My mother’s father sat at the table
in their rented dining room, where he wore
his undershirt and slacks and socks
as if just returned from base, ready
for a home-cooked meal, but the table
was foodless, and he filled a case of green
glass bottles with petrol and fabric cut
from the girls’ outgrown blouses.
It was evening in Glyfada,
and blackout curtains were drawn
across each window, making invisible
the pistachio trees that sweetened
the courtyard. My mother asked her father
a question, but I don’t know his reply.
I can’t say whether his superiors knew
what he was doing or if he decided
alone, but he was an officer residing
in a country not his, representing the interests
of our nation at war, outright and by proxy.

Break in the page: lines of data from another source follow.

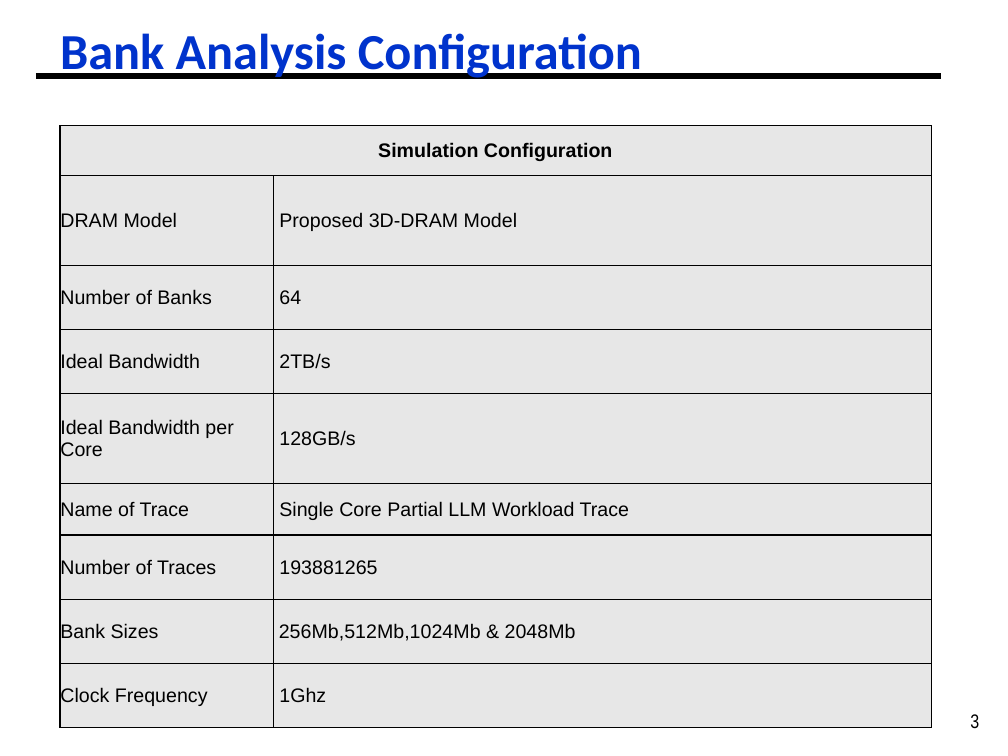
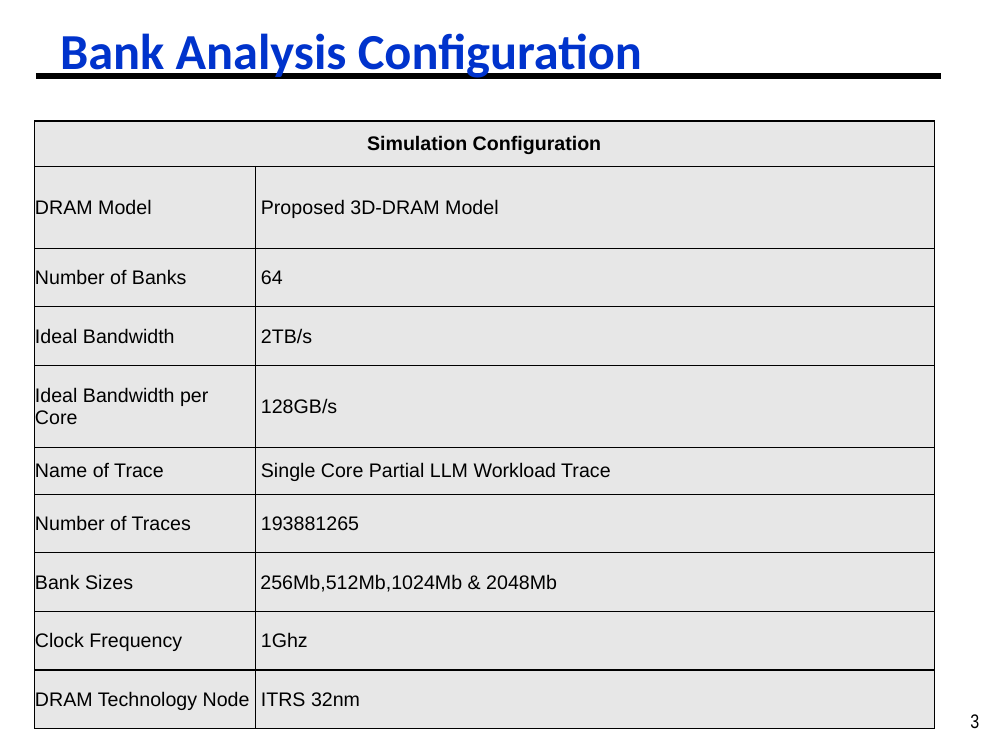
Before and after one commit to ph1223/Dram_controller, a slide deck: slide 3 of DRAM_System_Analysis/2025_06_25_Different_Bank_Sizes_Analysis.pptx. Drawn at 1008x756 pixels with LibreOffice and Linux fonts; fonts in the diff are those of the drawing. Boxes give left, top, right and bottom in pixels: in the first picture for what was removed or moved away, otherwise in the second. Text is boxed around its words. In the diff, an @@ line names an element or a change of style, - is before the commit and + after.

```diff
--- a/DRAM_System_Analysis/2025_06_25_Different_Bank_Sizes_Analysis.pptx
+++ b/DRAM_System_Analysis/2025_06_25_Different_Bank_Sizes_Analysis.pptx
@@ table at <box>34,121,934,729</box> @@
+row 10: DRAM Technology Node | ITRS 32nm
@@ table: place and size @@
-table at <box>60,126,931,728</box>
+table at <box>34,121,934,729</box>
```
Also in this commit, not shown: 4 other slides changed, 1 slide added, 15 other files.
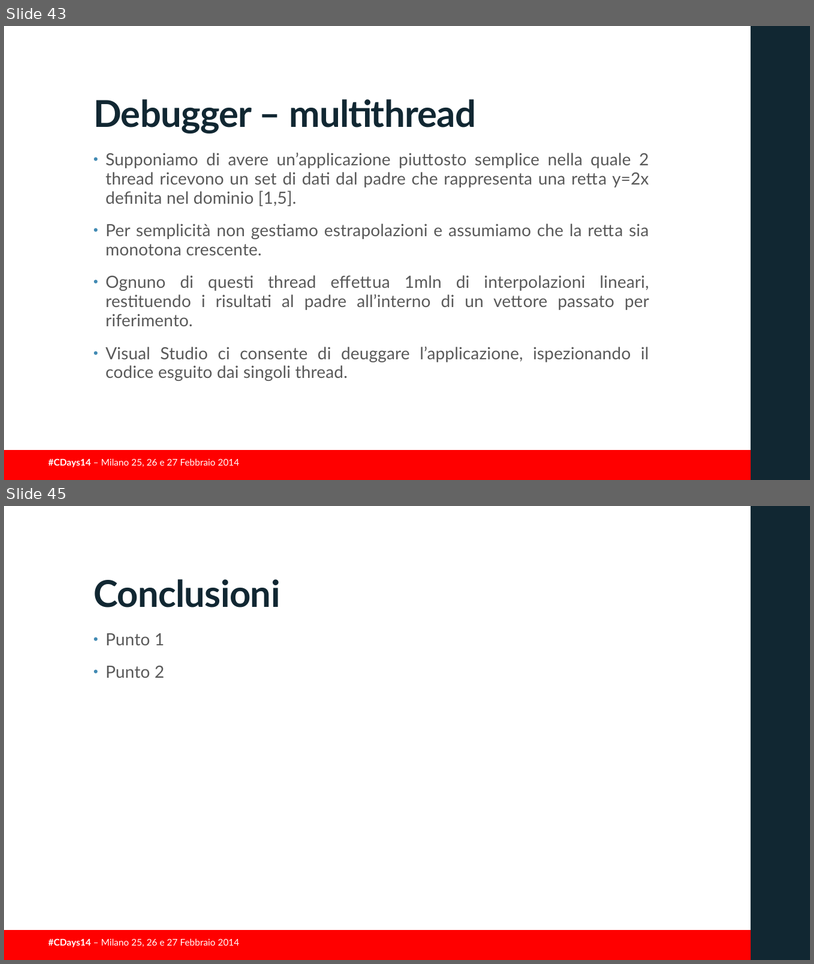
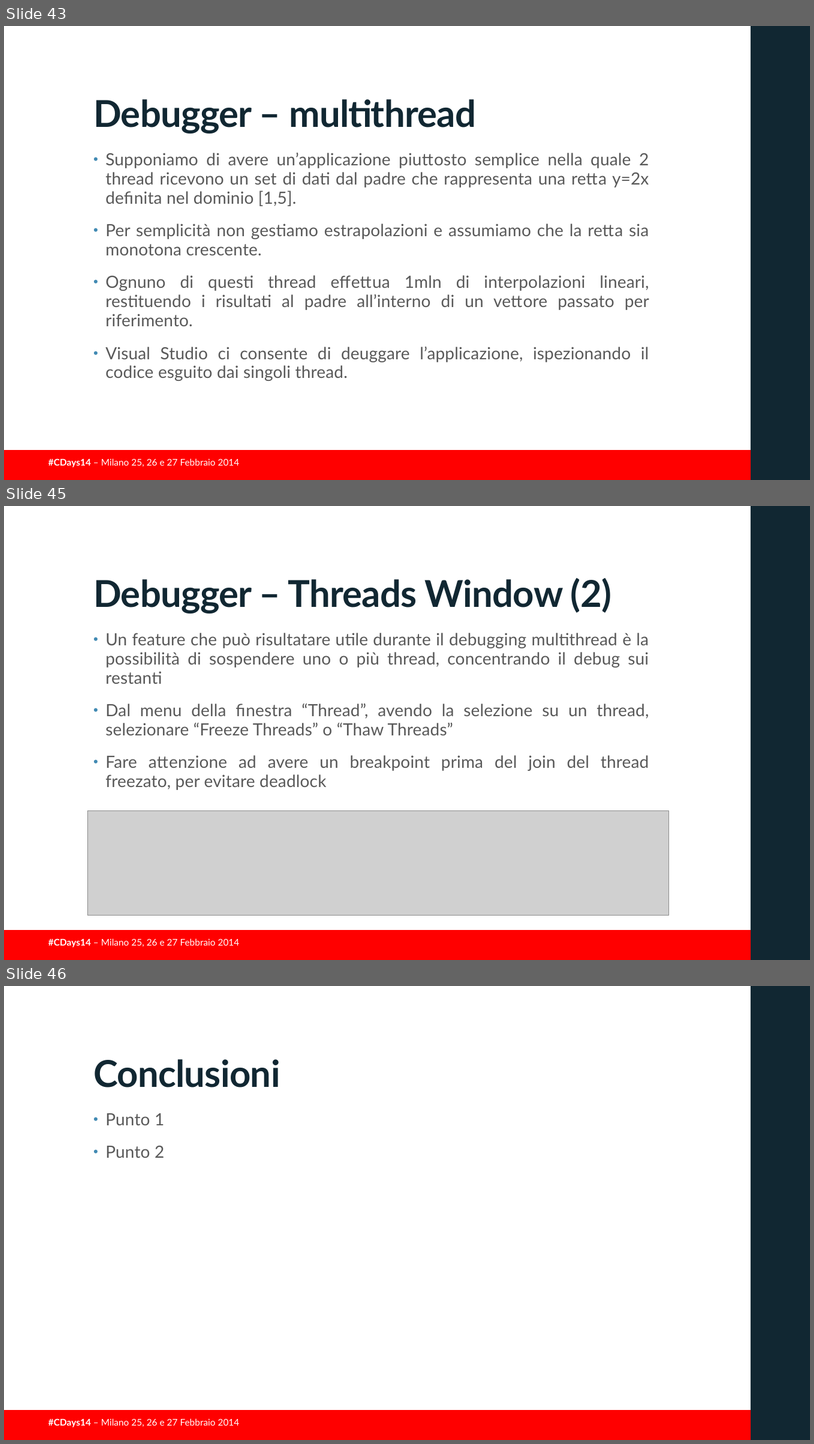
Before and after one commit to guidop/CDays14, a slide deck: presentazioneCDAYS2014.pptx. Shown one above the other, each under a label of ours: slides 43 and 45 before the commit, slides 43, 45 and 46 after it; the slides between them are not shown. The pictures are 814x964 and 814x1444 pixels, drawn with LibreOffice and Linux fonts; fonts in the diff are those of the drawing; grey boxes stand for pictures; background and template pictures are left out. Boxes give left, top, right and bottom in pixels: in the first picture for what was removed or moved away, otherwise in the second. Text is boxed around its words. In the diff, an @@ line names an element or a change of style, - is before the commit and + after.

```diff
--- a/presentazioneCDAYS2014.pptx
+++ b/presentazioneCDAYS2014.pptx
@@ slide 45 added at (4, 506, 810, 960), background #FFFFFF; not listed: 3 template elements that a slide beside it also shows @@
@@ title added at (93, 578, 612, 613), 44 pt, text #112732, bold @@
+Debugger – Threads Window (2)
@@ text added at (105, 633, 650, 790), 20 pt, text #595959 @@
+• Un feature che può risultatare utile durante il debugging multithread è la possibilità di sospendere uno o più thread, concentrando il debug sui restanti
+• Dal menu della finestra “Thread”, avendo la selezione su un thread, selezionare “Freeze Threads” o “Thaw Threads”
+• Fare attenzione ad avere un breakpoint prima del join del thread freezato, per evitare deadlock
@@ picture added at (87, 811, 669, 915) @@
@@ what was slide 45 is now slide 46 @@
```
Also in this commit, not shown: 1 slide changed, 2 other files.
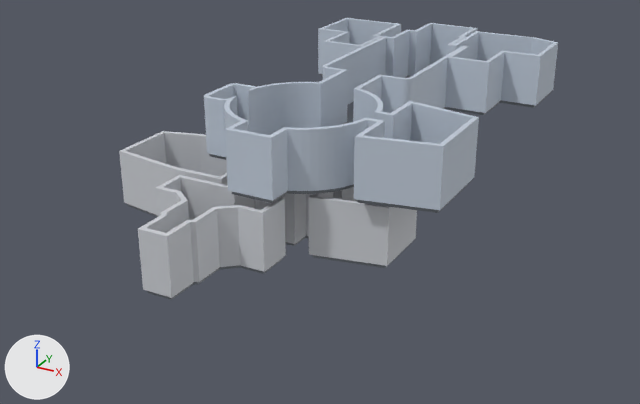
A saved change to the glTF model tools/trace/ship_defender_05/blender/defender_graybox_WIP_NOT_APPROVED.glb.
Before and after are seen from a 50 mm camera at (20.7, -56.1, 19.5) aimed at (-0.8, -16.9, 0.0). The lights are fixed; the arrows at lower left show +X, +Y and +Z. The first picture is the older version.

In view in the first picture: 'flight_floor', 'flight_walls', 'lower_walls' and 1 more.
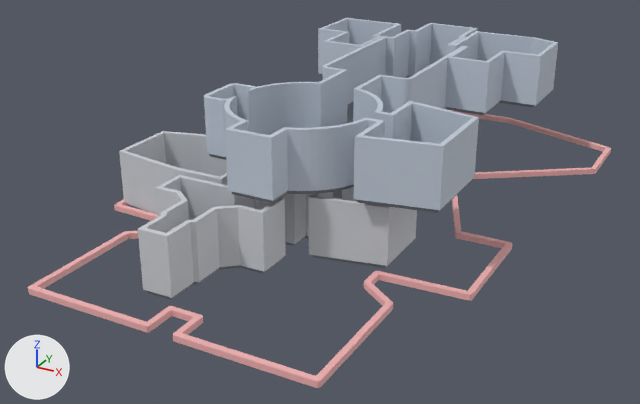
Where the change shows, as pixel boxes (x1, y1, x2, y2) in the pictures (640 x 404 px):
'hull_outline', added: after (28, 108, 611, 388)

Diff of the bpy script that builds the scene:
```diff
--- a/tools/trace/ship_defender_05/blender/defender_graybox_WIP_NOT_APPROVED.glb.py
+++ b/tools/trace/ship_defender_05/blender/defender_graybox_WIP_NOT_APPROVED.glb.py
@@ mat_hull_ref @@
+mat_hull_ref = principled_material('hull_ref')
+mat_hull_ref.base_color = (0.9, 0.45, 0.45)  # pink #f3b3b3
@@ me_hull_outline @@
+me_hull_outline.from_pydata(...)  # 784 vertices, 1568 faces; spans x -11.6..11.4, y -31.9..2.0, z -0.2..0.1
+me_hull_outline.materials.append(mat_hull_ref)  # pink #f3b3b3
@@ ob_hull_outline @@
+ob_hull_outline = bpy.data.objects.new('hull_outline', me_hull_outline)
+ob_hull_outline.location = (0.0, 0.0, 0.0)
```
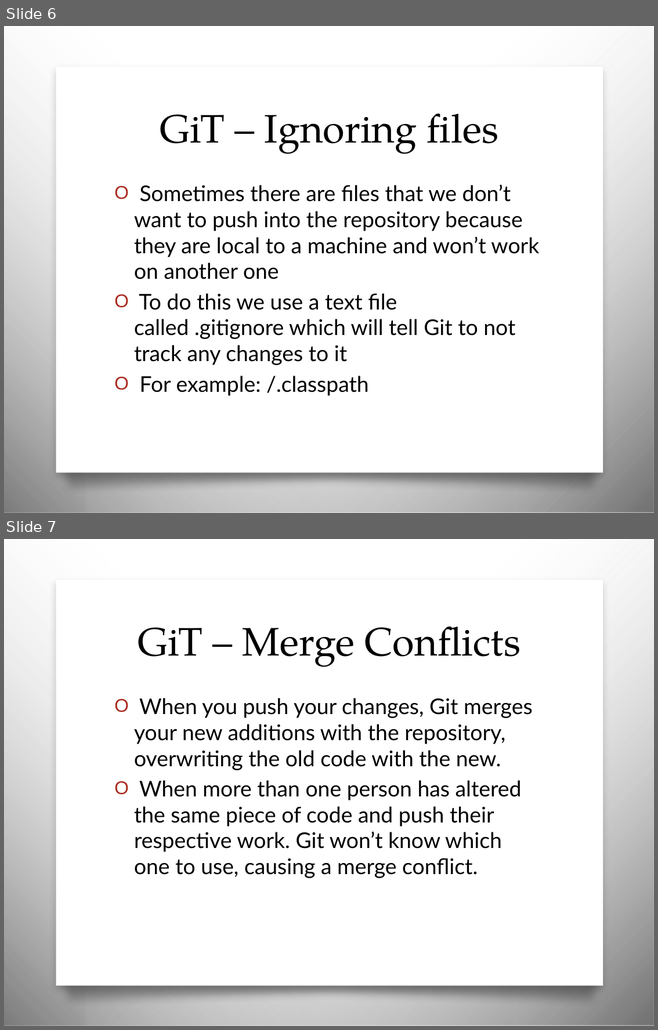
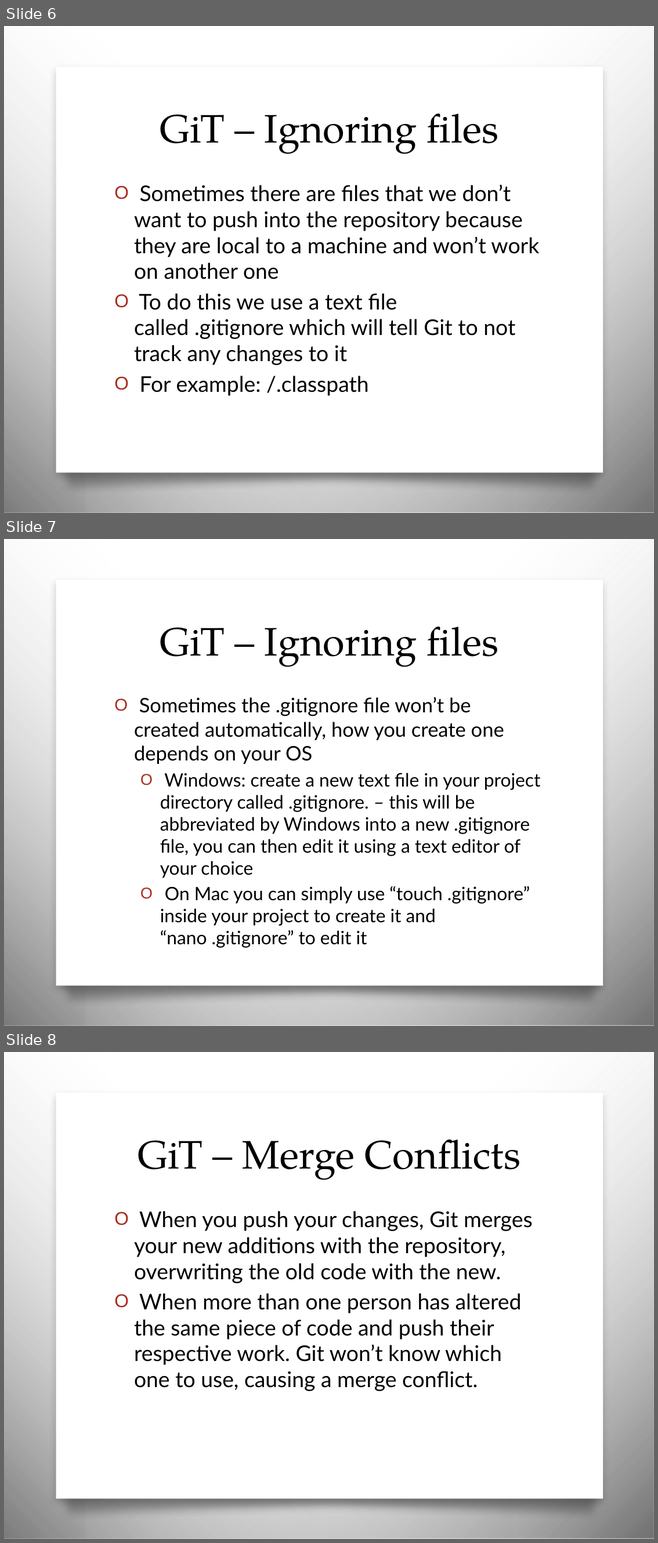
Before and after one commit to JCMander/PortalPower, a slide deck: Git/Git Slides.pptx. Shown one above the other, each under a label of ours: slides 6 and 7 before the commit, slides 6, 7 and 8 after it. The pictures are 658x1030 and 658x1543 pixels, drawn with LibreOffice and Linux fonts; fonts in the diff are those of the drawing; background and template pictures are left out. Boxes give left, top, right and bottom in pixels: in the first picture for what was removed or moved away, otherwise in the second. Text is boxed around its words. In the diff, an @@ line names an element or a change of style, - is before the commit and + after.

```diff
--- a/Git/Git Slides.pptx
+++ b/Git/Git Slides.pptx
@@ slide 7 added at (4, 539, 654, 1026), background picture (left out); not listed: 4 template elements that a slide beside it also shows @@
@@ title added at (160, 627, 498, 667), 44 pt, text #000000 @@
+GiT – Ignoring files
@@ text added at (134, 697, 540, 948), 20.4 pt, text #000000 @@
+O Sometimes the .gitignore file won’t be created automatically, how you create one depends on your OS
+  O Windows: create a new text file in your project directory called .gitignore. – this will be abbreviated by Windows into a new .gitignore file, you can then edit it using a text editor of your choice
+  O On Mac you can simply use “touch .gitignore” inside your project to create it and “nano .gitignore” to edit it
@@ what was slide 7 is now slide 8 @@
```
Also in this commit, not shown: 5 other slides added.

And sometimes we are the sum of our actions,
and sometimes we are both a root and cause,
and I don’t think I ever met him, my mother’s father,
as I have never met my biological grandfather
on my father’s side, which is to say
I have these histories that blur like Polaroids
shaken before my birth, but I cannot unclaim them
nor unaddress what dwells outside the frames,
and behind the cocktails being made
at the table, there were teachings
that I must reckon with. That night,
my grandfather made weapons in another
country’s home, and I wonder whether he considered
how much imperial power he poured
into each of those bottles as he sat surrounded
by his wife and kids, his teenage daughter,
my mother, who watched him, and I wonder
what it was my mother asked and whether
he paused before he answered. I wonder
whether he ever began to doubt the contract,
the promise to serve without ceasing.